Pediatrician Visit the Next Day
Our pediatrician visit was the following day so we had to make sure to bring certain instructions and discharge papers with us to make it easier for them. I had to make sure that the baby was getting all of his medications on time, as the nurses had been giving him. We had recently gotten a chest freezer to store all of my frozen milk and thank goodness for that. I had so much milk to bring home that it was stacked in a huge cooler that they had to wheel down for us because we couldn’t fit it in a traditional wheelie cooler.
The car ride home was less scary than our first-born’s – I was also pretty well healed by now. We stopped at subway to get some sandwiches while it was thundering and raining outside. I remember thinking it was such a beautiful stormy day but I needed to just be home already.
And Beyond
Nights were scary. The constant getting up with a newborn was exhausting. We have an owlet monitor that is able to track his oxygen saturations and heart rate. He had stridor while in the hospital so anytime I heard a little squeak I would wake up.

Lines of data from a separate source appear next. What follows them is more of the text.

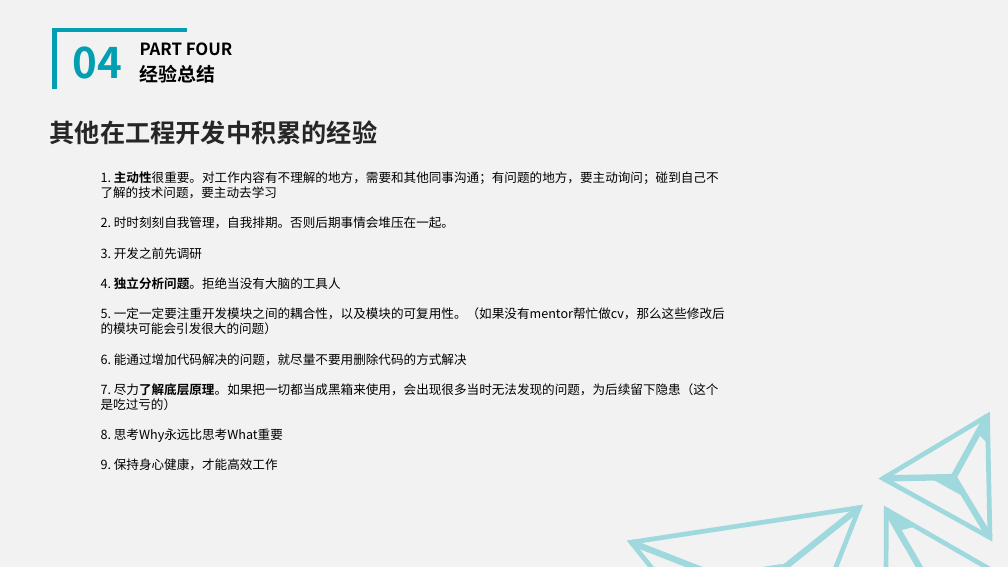
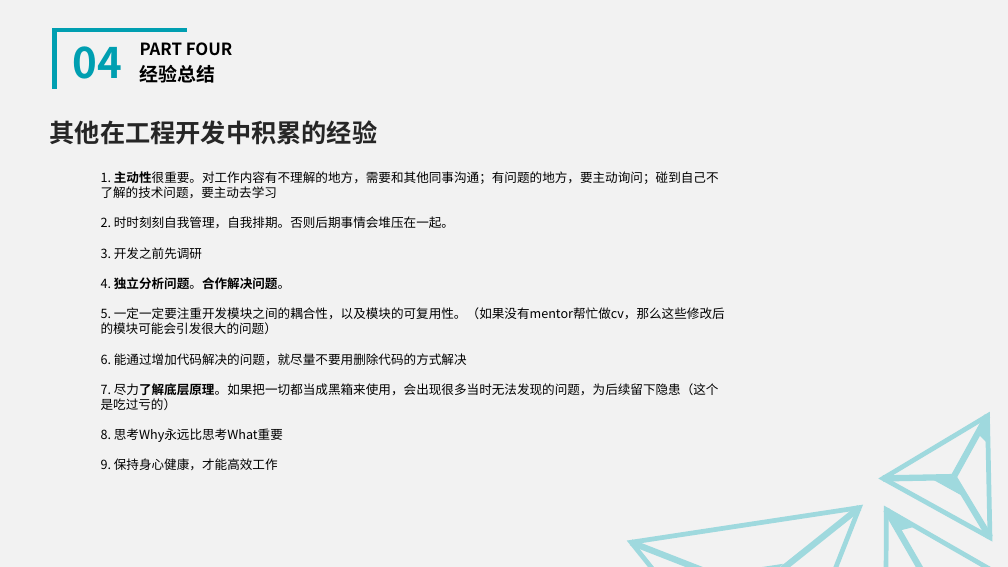
Before and after one commit to Siyuexi/InternNote, a slide deck: slide 21 of Tencent/Gestaltxu实习生答辩.pptx (slide 17 before the commit). Drawn at 1008x567 pixels with LibreOffice and Linux fonts; fonts in the diff are those of the drawing. Boxes give left, top, right and bottom in pixels: in the first picture for what was removed or moved away, otherwise in the second. Text is boxed around its words. In the diff, an @@ line names an element or a change of style, - is before the commit and + after.

```diff
--- a/Tencent/Gestaltxu实习生答辩.pptx
+++ b/Tencent/Gestaltxu实习生答辩.pptx
@@ text at bbox=[101, 277, 290, 289]: text changed; bold on @@
-4. 独立分析问题。拒绝当没有大脑的工具人
+4. 独立分析问题。合作解决问题。
```
Also in this commit, not shown: 6 other slides changed, 4 slides added, 8 other files.
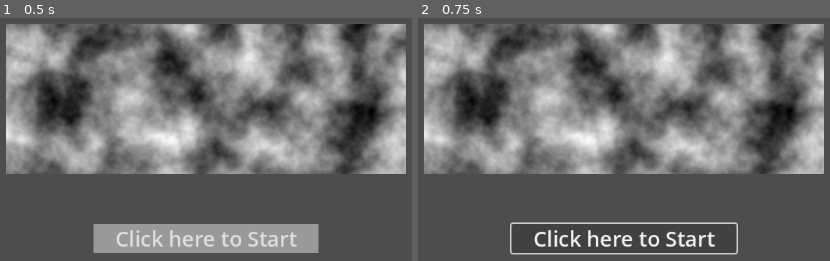
Above: before the commit, frames 1-2 (left to right).
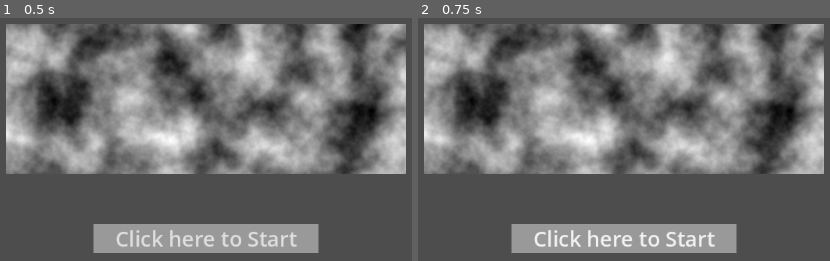
Above: after the commit, the same moments.

Repository: whitehatcat-JE/TowerDefenceGameJam
Game: Godot game, scene res://UI/MenuUI.tscn
Same seed, same stepped clock (60 frames per second), same inputs: the game is played once before the commit and once after it. The project has no main scene, so this scene is started directly.
Inputs:
- Up to frame 1 (0.5 s): no input
- Up to frame 2 (0.75 s): click "Click here to Start" at 0.5 s

Frame 1 is identical in both runs. In frame 2, 6.8% of the frame differs, in the area x 22-78%, y 83-98%.

Commit message:
Changed Menu buttons and renamed end_ui to EndUI for consistency

Diff:
--- a/UI/end_ui.tscn
+++ b/UI/EndUI.tscn
@@ -1,9 +1,9 @@
 [gd_scene load_steps=7 format=3 uid="uid://c44eavgyr53au"]
 
-[ext_resource type="Script" path="res://UI/end_ui.gd" id="1_d3let"]
-[ext_resource type="StyleBox" uid="uid://bp8k6o2mxjupy" path="res://UI/UILightGray.stylebox" id="2_e45mm"]
-[ext_resource type="StyleBox" uid="uid://bxaxtua03o8bv" path="res://UI/UIGrey.stylebox" id="2_jahq0"]
-[ext_resource type="StyleBox" uid="uid://dpcai1ghlgd3s" path="res://UI/UIHover.stylebox" id="3_cg6l4"]
+[ext_resource type="Script" path="res://UI/ENDUI.gd" id="1_8s8dp"]
+[ext_resource type="StyleBox" uid="uid://bp8k6o2mxjupy" path="res://UI/UILightGray.stylebox" id="2_js62w"]
+[ext_resource type="StyleBox" uid="uid://dpcai1ghlgd3s" path="res://UI/UIHover.stylebox" id="3_fpx6x"]
+[ext_resource type="StyleBox" uid="uid://bxaxtua03o8bv" path="res://UI/UIGrey.stylebox" id="4_6ygti"]
 
 [sub_resource type="FastNoiseLite" id="FastNoiseLite_7whug"]
 
@@ -17,7 +17,7 @@
 anchor_bottom = 1.0
 grow_horizontal = 2
 grow_vertical = 2
-script = ExtResource("1_d3let")
+script = ExtResource("1_8s8dp")
 
 [node name="Background" type="TextureRect" parent="."]
 layout_mode = 1
--- a/UI/MenuUI.tscn
+++ b/UI/MenuUI.tscn
@@ -1,6 +1,8 @@
-[gd_scene load_steps=4 format=3 uid="uid://d228jnajkcqxe"]
+[gd_scene load_steps=6 format=3 uid="uid://d228jnajkcqxe"]
 
 [ext_resource type="StyleBox" uid="uid://bp8k6o2mxjupy" path="res://UI/UILightGray.stylebox" id="1_b3mgw"]
+[ext_resource type="StyleBox" uid="uid://dpcai1ghlgd3s" path="res://UI/UIHover.stylebox" id="2_nq0ld"]
+[ext_resource type="StyleBox" uid="uid://bxaxtua03o8bv" path="res://UI/UIGrey.stylebox" id="3_lkpo7"]
 
 [sub_resource type="FastNoiseLite" id="FastNoiseLite_wfkx4"]
 
@@ -47,4 +49,8 @@
 grow_vertical = 2
 theme_override_font_sizes/font_size = 27
 theme_override_styles/normal = ExtResource("1_b3mgw")
+theme_override_styles/hover = ExtResource("2_nq0ld")
+theme_override_styles/pressed = ExtResource("3_lkpo7")
+theme_override_styles/disabled = ExtResource("1_b3mgw")
+theme_override_styles/focus = ExtResource("1_b3mgw")
 text = "Click here to Start"
Renamed: UI/end_ui.gd -> UI/ENDUI.gd
Not shown: 1 places in UI/EndUI.tscn that only renumber resources
Binary file changed: UI/UILightGray.stylebox

Even with this, I felt more at peace with having the owlet anklet on.
There are a lot of specialties I had to visit and make appointments for. Not to mention the medications I needed to get and keep track of. We asked for a physical therapy referral and were able to get one. I was told how to stretch him and what to work on.
From here on out there will be even MORE appointments. I won’t have the help of friends or family. My husband will be working long hours. I will have to drag my daughter around with me to all these appointments. Everything might be exhausting but we are so incredibly thankful for him to be home and will do whatever it takes to continue his recovery and strength.